A verbatim reproduction of the lines below, from the line containing "BOLT_SLOT_WIDTH = 18.0" through the line containing "to_after = (after", both ends included, is the whole required output.

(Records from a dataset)

-*-

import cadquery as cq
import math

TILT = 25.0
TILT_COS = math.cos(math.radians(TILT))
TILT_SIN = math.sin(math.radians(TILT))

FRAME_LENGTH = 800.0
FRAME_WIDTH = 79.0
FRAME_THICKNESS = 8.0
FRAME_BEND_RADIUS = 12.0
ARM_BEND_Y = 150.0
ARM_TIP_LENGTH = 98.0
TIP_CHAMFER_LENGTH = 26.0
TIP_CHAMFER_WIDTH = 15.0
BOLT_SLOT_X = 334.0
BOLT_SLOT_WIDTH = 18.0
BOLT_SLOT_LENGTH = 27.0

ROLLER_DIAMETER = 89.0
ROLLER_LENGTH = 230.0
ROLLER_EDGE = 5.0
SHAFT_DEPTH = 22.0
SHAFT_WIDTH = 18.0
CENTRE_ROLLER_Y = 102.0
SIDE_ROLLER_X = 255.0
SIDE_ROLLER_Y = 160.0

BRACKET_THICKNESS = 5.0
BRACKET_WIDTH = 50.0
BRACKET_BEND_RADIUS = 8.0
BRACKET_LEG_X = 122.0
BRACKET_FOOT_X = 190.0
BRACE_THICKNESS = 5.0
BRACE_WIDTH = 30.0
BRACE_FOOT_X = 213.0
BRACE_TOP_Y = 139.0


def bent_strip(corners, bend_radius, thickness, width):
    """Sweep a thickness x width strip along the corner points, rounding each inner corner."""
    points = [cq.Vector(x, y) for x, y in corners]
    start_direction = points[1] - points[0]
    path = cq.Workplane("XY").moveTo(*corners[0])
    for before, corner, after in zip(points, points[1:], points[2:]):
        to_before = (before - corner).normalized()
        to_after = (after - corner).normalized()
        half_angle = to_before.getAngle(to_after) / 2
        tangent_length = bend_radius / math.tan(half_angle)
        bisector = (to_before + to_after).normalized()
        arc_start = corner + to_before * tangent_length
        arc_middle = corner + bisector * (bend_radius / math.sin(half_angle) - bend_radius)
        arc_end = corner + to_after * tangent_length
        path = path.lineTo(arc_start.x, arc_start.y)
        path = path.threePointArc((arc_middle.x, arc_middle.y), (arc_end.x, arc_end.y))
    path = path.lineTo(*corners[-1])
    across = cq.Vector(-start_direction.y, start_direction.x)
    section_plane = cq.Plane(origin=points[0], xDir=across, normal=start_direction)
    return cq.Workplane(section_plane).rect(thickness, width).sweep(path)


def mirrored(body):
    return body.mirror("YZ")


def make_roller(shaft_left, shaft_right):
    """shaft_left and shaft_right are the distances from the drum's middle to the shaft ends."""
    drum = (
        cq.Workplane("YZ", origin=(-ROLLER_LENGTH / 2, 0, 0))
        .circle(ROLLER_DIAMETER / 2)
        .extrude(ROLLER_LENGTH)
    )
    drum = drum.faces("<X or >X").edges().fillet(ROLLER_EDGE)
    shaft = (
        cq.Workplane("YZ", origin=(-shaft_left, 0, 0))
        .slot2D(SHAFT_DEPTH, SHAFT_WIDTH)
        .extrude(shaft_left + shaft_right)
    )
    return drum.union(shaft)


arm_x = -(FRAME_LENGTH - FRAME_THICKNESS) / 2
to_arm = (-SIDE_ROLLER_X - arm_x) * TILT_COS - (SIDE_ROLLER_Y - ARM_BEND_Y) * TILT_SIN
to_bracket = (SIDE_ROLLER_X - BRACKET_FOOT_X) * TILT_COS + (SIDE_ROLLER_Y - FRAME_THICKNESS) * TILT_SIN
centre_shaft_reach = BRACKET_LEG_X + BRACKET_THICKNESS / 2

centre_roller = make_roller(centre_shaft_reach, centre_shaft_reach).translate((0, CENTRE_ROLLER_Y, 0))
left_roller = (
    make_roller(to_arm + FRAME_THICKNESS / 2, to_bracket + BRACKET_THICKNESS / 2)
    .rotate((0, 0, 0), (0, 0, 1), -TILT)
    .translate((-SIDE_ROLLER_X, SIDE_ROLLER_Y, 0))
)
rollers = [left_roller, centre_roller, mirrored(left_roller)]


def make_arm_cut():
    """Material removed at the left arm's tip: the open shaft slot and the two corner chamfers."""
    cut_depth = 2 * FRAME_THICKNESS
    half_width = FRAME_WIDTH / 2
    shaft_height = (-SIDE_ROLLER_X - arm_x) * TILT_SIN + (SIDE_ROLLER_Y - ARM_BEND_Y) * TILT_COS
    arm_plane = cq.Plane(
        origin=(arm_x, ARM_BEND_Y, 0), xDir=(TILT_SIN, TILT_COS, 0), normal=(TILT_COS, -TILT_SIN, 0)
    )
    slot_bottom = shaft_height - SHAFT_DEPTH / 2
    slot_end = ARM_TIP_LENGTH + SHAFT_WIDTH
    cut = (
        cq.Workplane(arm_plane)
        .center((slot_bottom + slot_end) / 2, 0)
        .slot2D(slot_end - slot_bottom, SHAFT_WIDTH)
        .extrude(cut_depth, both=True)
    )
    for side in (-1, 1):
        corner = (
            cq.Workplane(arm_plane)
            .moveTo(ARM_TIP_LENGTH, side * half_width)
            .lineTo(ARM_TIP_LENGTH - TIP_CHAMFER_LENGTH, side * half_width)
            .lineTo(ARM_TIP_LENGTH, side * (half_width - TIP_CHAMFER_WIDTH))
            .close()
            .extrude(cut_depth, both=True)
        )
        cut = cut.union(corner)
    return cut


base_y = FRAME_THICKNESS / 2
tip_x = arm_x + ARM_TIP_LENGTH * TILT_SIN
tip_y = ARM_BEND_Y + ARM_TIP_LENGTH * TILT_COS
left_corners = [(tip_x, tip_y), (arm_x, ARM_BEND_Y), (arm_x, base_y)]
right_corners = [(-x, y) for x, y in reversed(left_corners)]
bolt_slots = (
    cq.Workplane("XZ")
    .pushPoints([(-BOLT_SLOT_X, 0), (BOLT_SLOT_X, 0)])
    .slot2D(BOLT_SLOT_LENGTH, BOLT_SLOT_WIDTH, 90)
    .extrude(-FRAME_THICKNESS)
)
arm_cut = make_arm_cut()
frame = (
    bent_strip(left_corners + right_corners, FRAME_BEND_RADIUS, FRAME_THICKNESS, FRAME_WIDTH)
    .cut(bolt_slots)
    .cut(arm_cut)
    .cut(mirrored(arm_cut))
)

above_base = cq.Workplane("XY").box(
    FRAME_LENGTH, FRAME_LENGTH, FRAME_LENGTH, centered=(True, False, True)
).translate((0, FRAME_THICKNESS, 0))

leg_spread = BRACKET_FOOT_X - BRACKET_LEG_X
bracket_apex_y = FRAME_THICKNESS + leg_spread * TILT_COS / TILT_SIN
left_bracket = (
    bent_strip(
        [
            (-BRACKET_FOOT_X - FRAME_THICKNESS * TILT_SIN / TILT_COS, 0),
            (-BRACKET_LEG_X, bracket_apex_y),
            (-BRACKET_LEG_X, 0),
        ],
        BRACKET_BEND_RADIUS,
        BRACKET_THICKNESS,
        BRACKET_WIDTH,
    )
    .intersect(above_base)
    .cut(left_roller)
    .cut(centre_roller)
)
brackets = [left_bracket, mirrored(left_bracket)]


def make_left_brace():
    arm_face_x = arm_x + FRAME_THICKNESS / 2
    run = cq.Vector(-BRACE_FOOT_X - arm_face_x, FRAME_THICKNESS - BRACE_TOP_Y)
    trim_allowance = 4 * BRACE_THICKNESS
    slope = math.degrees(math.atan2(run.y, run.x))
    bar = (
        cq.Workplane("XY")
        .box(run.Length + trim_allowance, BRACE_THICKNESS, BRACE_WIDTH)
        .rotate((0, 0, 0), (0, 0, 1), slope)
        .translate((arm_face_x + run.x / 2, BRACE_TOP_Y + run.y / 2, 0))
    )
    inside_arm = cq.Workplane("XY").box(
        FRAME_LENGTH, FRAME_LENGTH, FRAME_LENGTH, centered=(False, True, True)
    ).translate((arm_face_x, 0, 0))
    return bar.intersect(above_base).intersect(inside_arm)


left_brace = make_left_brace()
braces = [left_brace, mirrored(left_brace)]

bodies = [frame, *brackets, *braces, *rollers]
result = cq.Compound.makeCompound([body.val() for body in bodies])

-*-

:: Output of the exercise ::
BOLT_SLOT_WIDTH = 18.0
BOLT_SLOT_LENGTH = 27.0

ROLLER_DIAMETER = 89.0
ROLLER_LENGTH = 230.0
ROLLER_EDGE = 5.0
SHAFT_DEPTH = 22.0
SHAFT_WIDTH = 18.0
CENTRE_ROLLER_Y = 102.0
SIDE_ROLLER_X = 255.0
SIDE_ROLLER_Y = 160.0

BRACKET_THICKNESS = 5.0
BRACKET_WIDTH = 50.0
BRACKET_BEND_RADIUS = 8.0
BRACKET_LEG_X = 122.0
BRACKET_FOOT_X = 190.0
BRACE_THICKNESS = 5.0
BRACE_WIDTH = 30.0
BRACE_FOOT_X = 213.0
BRACE_TOP_Y = 139.0


def bent_strip(corners, bend_radius, thickness, width):
    """Sweep a thickness x width strip along the corner points, rounding each inner corner."""
    points = [cq.Vector(x, y) for x, y in corners]
    start_direction = points[1] - points[0]
    path = cq.Workplane("XY").moveTo(*corners[0])
    for before, corner, after in zip(points, points[1:], points[2:]):
        to_before = (before - corner).normalized()
        to_after = (after - corner).normalized()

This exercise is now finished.